With just a few exceptions, the doctors I have found over the years to have the highest level of success are those that use some version or variation of a Day 1 / Day 2 procedure with all new patients.
Generally speaking the Day 1 procedure includes consulting with the patient about their condition and performing an examination. The Day 2 procedure is when the report of findings (ROF) is delivered and a treatment plan is recommended.
And while many doctors have these procedures in place they are often still missing the triggers that spark a patient to not only accept but downright want the care that the doctor is proposing.
If your consultation and report of findings could use a refreshing boost for 2013, consider the following suggestions I have provided below taken from The Rich Doctor’s ROF – Effective, Ethical & Easy to Implement that will be released this week.
1. Prize Yourself: Based on the ideas of Oren Klaff in Pitch Anything, you are the ‘prize’ not your patient. Don’t let the term throw you as egotistical. It simply means that instead of trying to convince the patient as to why they should take your recommended treatment, in the Day 1 consultation let them know you will be asking them questions to determine if you will be accepting their case in your office. By starting your Day 1 consultation with this mindset you will likely find that your case acceptance will improve considerably.
2. Pick one Part: We’ve all had patients that present with neck pain, knee pain and low back issues. While you can no doubt help them with all these problems, when it comes to getting a patient committed to your care try focusing in on their one primary complaint for the bulk of your Day 1/Day 2. By focusing the bulk of your consultation and ROF on the complaint that most significantly affects their life, you will prevent the less painful problems from diluting the seriousness of their major issue.
3. Show and Tell: People are visual and the better you appeal to that sense the less you’re going to lose them in your explanation of ‘what’s wrong.’ Whether it’s a surface EMG graph, a posture picture or an xray, by showing patients what is causing their pain you will stimulate more than just the auditory sense and have doubled their understanding of what you are explaining.
4. Discuss Consequences: If you’ve been in practice for even a couple of years then you have many times seen the results of people living life with unresolved subluxations. Headaches, arthritis, disc problems, immune system compromise and chronic pain are just a few of the common side effects. Whatever you believe are the potential issues your patient may suffer down the road for not correcting their condition right now, share them – Share them honestly, confidently and without embellish but without reserve. The patient is paying for your professional opinion of their condition…don’t be afraid to give it.

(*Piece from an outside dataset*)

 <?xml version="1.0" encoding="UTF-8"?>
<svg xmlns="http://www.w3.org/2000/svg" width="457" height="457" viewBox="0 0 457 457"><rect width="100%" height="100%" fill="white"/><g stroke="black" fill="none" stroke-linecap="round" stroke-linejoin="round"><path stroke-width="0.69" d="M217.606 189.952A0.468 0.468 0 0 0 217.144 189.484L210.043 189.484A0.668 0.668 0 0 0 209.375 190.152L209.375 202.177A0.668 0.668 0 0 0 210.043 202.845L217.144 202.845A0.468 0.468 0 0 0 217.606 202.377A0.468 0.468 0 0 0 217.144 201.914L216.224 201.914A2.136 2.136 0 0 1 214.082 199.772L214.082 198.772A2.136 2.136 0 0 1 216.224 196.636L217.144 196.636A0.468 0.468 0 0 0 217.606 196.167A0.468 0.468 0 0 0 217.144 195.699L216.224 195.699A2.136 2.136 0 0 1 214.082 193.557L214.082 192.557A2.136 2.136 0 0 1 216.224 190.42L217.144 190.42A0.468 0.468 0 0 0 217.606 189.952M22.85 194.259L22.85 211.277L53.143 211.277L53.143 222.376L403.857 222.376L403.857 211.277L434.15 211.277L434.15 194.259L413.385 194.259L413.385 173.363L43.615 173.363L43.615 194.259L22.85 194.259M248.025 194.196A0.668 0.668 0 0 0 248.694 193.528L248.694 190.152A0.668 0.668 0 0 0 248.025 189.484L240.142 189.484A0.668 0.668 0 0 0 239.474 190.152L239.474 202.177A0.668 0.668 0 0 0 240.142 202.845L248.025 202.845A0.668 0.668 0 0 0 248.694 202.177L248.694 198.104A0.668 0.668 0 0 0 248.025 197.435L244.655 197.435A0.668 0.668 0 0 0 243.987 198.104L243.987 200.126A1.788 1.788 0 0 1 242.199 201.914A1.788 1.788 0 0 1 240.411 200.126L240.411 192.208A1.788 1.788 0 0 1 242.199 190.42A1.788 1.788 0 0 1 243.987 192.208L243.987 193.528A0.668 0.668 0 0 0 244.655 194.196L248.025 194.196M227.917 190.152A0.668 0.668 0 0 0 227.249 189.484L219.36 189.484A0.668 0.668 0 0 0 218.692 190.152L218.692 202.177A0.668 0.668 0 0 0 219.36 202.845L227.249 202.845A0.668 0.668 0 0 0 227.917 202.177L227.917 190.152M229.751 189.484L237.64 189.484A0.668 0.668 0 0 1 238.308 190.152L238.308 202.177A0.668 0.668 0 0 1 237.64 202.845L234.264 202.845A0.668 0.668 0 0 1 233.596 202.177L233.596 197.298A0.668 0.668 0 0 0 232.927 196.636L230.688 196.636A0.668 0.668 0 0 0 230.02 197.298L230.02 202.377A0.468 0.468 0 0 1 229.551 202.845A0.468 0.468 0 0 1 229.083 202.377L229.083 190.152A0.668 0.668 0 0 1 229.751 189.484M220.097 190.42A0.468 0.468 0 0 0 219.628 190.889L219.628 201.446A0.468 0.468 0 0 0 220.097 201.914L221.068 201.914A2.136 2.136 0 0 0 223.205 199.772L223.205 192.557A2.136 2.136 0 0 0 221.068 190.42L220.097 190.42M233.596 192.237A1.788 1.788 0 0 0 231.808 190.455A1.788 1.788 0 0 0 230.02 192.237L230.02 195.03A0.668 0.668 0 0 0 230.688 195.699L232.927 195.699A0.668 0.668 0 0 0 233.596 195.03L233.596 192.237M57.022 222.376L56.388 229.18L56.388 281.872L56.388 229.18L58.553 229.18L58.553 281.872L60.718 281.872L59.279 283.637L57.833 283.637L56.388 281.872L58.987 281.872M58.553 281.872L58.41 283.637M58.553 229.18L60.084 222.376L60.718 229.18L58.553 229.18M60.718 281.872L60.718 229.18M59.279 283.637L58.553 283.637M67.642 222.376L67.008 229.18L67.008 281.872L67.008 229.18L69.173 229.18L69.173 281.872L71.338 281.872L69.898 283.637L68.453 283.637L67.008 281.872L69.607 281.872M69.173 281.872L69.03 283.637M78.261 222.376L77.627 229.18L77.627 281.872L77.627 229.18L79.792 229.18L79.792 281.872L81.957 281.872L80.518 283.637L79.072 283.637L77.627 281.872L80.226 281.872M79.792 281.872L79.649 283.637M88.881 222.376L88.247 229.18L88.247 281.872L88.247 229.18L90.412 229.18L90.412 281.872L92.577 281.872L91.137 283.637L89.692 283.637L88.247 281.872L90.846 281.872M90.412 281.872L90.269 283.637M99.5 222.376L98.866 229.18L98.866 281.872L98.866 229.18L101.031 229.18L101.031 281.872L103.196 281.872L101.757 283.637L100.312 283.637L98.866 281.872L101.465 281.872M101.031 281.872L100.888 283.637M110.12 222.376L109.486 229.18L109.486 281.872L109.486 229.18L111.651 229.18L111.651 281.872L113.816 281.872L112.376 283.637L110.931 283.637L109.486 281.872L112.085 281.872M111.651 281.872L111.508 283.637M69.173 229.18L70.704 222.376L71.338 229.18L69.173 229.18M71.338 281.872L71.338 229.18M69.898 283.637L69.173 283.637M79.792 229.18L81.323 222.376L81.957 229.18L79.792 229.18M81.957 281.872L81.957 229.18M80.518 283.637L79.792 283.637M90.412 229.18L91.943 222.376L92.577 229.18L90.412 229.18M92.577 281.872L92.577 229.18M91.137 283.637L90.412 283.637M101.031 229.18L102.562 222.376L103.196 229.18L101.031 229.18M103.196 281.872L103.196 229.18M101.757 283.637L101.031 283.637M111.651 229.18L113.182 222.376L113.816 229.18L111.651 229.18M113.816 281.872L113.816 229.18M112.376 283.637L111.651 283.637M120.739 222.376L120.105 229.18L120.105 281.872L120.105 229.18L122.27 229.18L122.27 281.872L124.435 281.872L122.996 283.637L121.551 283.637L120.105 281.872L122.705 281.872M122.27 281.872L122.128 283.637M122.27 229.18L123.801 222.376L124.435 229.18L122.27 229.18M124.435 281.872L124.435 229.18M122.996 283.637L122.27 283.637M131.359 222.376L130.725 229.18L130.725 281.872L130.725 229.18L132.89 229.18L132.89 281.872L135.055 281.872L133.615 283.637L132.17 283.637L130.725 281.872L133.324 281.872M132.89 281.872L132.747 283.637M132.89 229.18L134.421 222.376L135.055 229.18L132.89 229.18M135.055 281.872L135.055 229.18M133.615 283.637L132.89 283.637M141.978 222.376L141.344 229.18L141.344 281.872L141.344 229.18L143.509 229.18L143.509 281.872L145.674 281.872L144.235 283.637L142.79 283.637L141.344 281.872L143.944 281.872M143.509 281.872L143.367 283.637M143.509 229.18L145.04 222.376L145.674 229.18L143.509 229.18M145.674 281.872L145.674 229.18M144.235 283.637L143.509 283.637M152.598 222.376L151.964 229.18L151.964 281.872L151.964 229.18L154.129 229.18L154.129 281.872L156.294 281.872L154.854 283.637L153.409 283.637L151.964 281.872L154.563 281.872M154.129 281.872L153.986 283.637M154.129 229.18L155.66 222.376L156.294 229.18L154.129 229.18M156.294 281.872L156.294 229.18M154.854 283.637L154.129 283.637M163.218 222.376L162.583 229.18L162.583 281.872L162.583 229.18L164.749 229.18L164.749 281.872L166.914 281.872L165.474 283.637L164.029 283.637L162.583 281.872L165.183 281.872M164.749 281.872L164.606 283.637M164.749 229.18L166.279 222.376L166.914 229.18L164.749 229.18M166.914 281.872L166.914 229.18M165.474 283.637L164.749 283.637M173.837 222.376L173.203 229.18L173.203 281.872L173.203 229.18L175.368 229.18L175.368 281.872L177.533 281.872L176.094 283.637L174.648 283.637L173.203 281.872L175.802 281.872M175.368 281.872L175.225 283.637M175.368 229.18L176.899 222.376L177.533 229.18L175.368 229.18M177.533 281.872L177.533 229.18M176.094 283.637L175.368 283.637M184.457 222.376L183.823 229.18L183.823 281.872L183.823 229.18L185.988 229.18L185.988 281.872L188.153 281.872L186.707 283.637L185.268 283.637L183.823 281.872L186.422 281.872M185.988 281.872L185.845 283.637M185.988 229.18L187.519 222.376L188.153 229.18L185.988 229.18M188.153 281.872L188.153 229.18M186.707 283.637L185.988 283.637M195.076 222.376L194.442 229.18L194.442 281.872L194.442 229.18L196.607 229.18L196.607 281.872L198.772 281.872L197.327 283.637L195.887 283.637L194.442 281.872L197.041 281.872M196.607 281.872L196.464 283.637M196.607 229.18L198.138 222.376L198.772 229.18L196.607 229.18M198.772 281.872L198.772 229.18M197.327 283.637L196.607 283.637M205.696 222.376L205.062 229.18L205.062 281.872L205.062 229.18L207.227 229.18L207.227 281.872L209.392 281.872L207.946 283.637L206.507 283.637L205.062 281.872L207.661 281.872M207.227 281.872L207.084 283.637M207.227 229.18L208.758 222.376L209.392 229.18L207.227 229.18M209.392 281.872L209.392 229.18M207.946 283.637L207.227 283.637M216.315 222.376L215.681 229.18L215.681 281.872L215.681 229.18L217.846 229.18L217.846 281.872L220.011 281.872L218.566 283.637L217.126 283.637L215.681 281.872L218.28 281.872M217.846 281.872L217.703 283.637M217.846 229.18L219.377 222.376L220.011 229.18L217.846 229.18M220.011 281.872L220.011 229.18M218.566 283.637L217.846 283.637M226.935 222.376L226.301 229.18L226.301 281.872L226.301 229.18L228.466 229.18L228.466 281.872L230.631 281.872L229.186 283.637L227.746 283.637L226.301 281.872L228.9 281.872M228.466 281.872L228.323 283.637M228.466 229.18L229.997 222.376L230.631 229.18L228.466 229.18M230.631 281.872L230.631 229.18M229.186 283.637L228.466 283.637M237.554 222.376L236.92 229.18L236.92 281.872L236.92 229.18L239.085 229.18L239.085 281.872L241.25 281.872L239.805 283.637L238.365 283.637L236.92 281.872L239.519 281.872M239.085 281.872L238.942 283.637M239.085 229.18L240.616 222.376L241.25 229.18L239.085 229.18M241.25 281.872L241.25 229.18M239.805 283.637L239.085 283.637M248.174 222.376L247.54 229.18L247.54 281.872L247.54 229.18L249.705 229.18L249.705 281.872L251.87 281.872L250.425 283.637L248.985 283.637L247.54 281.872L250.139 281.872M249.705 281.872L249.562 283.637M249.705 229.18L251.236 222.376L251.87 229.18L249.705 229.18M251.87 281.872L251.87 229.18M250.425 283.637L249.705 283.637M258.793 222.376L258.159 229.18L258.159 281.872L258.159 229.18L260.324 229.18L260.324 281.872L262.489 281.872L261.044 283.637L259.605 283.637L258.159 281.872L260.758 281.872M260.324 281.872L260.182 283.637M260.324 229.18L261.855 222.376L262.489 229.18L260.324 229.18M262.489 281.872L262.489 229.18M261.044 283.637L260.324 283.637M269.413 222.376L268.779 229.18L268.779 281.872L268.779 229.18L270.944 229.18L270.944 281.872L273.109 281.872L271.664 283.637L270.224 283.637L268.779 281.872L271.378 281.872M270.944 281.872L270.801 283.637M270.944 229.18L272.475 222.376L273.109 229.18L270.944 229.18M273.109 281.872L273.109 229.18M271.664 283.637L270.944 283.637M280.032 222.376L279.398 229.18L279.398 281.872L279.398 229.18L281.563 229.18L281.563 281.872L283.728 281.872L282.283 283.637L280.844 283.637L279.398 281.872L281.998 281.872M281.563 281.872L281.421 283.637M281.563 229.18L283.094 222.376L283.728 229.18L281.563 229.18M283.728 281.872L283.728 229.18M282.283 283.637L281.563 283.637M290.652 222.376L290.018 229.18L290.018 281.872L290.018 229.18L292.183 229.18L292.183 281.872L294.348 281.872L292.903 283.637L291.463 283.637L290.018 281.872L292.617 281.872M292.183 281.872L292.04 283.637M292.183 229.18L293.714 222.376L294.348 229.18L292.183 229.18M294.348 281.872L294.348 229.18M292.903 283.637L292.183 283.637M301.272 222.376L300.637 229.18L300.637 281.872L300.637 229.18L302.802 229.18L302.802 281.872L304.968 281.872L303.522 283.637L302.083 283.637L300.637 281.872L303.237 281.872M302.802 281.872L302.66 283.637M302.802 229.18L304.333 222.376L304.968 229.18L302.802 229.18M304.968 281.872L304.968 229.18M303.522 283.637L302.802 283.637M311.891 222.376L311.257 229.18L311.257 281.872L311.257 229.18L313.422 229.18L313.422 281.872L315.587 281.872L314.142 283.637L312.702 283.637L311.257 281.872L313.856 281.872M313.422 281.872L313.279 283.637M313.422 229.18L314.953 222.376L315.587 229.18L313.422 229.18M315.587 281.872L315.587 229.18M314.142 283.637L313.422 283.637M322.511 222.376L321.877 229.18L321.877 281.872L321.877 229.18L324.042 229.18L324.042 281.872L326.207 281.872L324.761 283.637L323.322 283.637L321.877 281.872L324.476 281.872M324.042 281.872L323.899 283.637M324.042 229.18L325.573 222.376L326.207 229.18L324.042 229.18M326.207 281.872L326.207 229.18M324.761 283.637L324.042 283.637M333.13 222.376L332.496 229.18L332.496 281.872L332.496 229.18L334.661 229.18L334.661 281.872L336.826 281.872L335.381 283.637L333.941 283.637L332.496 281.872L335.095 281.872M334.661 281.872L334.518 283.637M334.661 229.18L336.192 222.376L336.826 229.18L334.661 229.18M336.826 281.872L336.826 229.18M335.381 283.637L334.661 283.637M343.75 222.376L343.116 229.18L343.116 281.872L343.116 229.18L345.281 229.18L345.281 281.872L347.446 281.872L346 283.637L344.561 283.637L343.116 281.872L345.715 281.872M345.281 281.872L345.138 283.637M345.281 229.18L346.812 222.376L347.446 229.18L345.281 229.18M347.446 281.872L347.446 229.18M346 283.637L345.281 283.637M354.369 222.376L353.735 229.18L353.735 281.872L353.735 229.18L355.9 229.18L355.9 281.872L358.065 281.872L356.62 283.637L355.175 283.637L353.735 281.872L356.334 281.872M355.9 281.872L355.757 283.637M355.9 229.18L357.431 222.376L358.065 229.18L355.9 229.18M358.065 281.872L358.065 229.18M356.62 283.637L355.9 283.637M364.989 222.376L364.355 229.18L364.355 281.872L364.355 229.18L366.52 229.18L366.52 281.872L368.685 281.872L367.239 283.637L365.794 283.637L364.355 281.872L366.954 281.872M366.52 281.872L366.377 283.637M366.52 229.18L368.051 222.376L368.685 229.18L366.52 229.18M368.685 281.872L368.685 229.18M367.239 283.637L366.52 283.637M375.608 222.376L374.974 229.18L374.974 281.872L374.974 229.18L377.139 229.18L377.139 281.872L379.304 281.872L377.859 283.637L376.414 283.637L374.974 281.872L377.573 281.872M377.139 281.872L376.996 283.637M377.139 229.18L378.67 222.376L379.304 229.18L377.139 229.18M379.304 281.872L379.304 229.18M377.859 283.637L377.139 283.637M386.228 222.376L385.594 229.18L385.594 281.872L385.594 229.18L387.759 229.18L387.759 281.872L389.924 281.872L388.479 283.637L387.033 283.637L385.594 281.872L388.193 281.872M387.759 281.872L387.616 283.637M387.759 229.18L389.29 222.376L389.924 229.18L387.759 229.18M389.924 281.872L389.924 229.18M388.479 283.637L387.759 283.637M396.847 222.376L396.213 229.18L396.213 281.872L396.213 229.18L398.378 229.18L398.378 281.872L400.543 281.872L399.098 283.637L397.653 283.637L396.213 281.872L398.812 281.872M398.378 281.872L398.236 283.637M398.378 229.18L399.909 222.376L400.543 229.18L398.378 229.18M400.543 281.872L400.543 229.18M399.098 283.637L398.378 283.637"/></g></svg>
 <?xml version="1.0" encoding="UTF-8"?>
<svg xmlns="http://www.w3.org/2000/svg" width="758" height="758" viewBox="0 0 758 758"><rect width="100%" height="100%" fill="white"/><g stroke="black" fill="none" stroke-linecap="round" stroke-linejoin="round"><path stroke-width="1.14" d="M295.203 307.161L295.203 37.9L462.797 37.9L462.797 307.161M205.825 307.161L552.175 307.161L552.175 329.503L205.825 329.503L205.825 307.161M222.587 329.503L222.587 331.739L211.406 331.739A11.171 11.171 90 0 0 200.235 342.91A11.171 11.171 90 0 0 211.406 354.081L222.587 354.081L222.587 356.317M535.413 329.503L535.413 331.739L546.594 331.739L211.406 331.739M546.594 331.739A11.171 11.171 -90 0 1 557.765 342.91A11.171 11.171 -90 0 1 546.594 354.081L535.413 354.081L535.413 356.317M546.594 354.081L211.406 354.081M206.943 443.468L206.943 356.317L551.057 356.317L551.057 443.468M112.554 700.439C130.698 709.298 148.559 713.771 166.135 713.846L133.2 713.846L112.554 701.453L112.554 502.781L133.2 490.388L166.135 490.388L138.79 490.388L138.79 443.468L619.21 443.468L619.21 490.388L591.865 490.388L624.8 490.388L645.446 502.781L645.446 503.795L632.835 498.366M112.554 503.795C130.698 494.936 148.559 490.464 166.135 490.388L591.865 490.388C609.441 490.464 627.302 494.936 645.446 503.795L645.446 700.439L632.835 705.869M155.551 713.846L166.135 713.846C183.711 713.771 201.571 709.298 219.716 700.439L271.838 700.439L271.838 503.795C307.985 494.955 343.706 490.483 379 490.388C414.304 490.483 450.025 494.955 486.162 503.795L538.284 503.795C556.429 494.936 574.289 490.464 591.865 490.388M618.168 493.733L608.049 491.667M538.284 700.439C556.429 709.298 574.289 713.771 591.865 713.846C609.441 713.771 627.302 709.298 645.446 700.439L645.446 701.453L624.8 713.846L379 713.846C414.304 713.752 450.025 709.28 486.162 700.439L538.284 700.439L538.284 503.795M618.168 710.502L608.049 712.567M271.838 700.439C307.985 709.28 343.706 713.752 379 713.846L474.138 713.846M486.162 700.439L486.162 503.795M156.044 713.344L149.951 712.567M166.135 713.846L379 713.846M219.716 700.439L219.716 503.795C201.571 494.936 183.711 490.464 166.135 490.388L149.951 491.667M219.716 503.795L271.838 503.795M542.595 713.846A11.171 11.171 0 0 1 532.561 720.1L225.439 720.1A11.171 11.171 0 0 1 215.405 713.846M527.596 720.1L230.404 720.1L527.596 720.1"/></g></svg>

5. Recommend a Second Opinion: Some patients are suspicious that doctors might over prescribe care based on a self-serving motivation for more income. And while there’s no doubt a few dirt bags in every profession that will make recommendations stemming from a selfish verses serving mindset, that is not the majority. The majority of chiropractors actually under-prescribe care because they are doing it from a poverty position of wanting the patient to take some care verses no care at all. Don’t do that. Instead present the treatment plan you know the patient needs and then let them know that if they want to get a second opinion you understand but either way treatment needs to get started right away before this condition becomes even more complicated. (The reality is that by recommending a second opinion, the patient is being pushed a way just a little which will stimulate him or her want your care more).
Regardless of how much care you are recommending to your patient for their specific diagnosis, by following proven protocols and including the right psychological triggers in your delivery is the only way you can truly build a bigger busier practice – winging it is just not an option and especially in today’s insurance landscape.
Add the above suggestions into your current Day 1/Day 2 procedures and role play it with a staff member or local doctor so that what you say and how you say it becomes more natural, more effortless and subsequently more effective and successful.
If you don’t currently have protocols you use for the first 2 visits a new patient is in your office, then make 2013 the year you get them in place. Use ours, use a friends or create your own but have them because by not having proven procedures is the best way to create a struggling practice.